Some of my other favorite creative nonfiction books are Anna Funder’s Stasiland, Out of Sheer Rage by Geoff Dyer, In Praise of Messy Lives by Katie Roiphe, A Life’s Work by Rachel Cust, anything Robert Dessaix writes, Helen Garner’s Joe Cinque’s Consolation. All these books are written by deeply curious as well as idiosyncratic writers who filter whatever it is they investigate – the experience of motherhood, murder or, say, recent history of Germany – through their selves with candor and reflective analysis. On the other hand, the chilling masterpiece by Truman Capote In Cold Blood is also my creative nonfiction favorite and there Capote writes without inserting his ‘I’ at all.Yet he stayed close to the emotional urgency of the story by confidently inhabiting the perspectives of very diverse characters. The structure of the book is impeccable too. Capote is a master at knowing when to reveal or withhold information.

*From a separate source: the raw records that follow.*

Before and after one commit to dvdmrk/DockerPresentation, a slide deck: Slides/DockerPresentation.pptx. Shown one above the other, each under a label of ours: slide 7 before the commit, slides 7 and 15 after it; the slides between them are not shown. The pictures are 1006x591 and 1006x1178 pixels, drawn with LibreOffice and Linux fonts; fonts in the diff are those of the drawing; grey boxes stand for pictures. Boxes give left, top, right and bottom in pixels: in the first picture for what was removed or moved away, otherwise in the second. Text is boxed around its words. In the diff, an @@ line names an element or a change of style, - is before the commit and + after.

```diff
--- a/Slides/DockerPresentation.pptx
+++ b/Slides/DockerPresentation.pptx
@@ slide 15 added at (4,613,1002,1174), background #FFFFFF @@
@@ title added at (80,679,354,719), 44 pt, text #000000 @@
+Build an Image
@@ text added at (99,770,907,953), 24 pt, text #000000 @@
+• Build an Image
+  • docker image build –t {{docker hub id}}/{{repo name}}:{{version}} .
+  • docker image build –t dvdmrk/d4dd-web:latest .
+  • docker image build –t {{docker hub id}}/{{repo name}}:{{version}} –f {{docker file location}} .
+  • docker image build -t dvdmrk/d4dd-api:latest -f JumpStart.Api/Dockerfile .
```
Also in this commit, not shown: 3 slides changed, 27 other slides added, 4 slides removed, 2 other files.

Finally, my most recent powerful literary crash is on the Norwegian author Karl Ove Knausgaard. I am reading diligently through his six-book autobiographical opus My Struggle which depicts Knausgaard’s life from childhood until his early 40s. It is Proustian in flavor and scope, and genre-defying. Knausgaard’s life story is punctuated by essayistic prose that can go for dozens, sometimes even hundreds, of pages, about anything from Dostoyevsky to the challenges of multiculturalism to the Nazi Germany. Reading this masterpiece has been an elevating experience—it made me want to be sharper, more candid, more dedicated to the art of writing, and generally invest more in my inner world.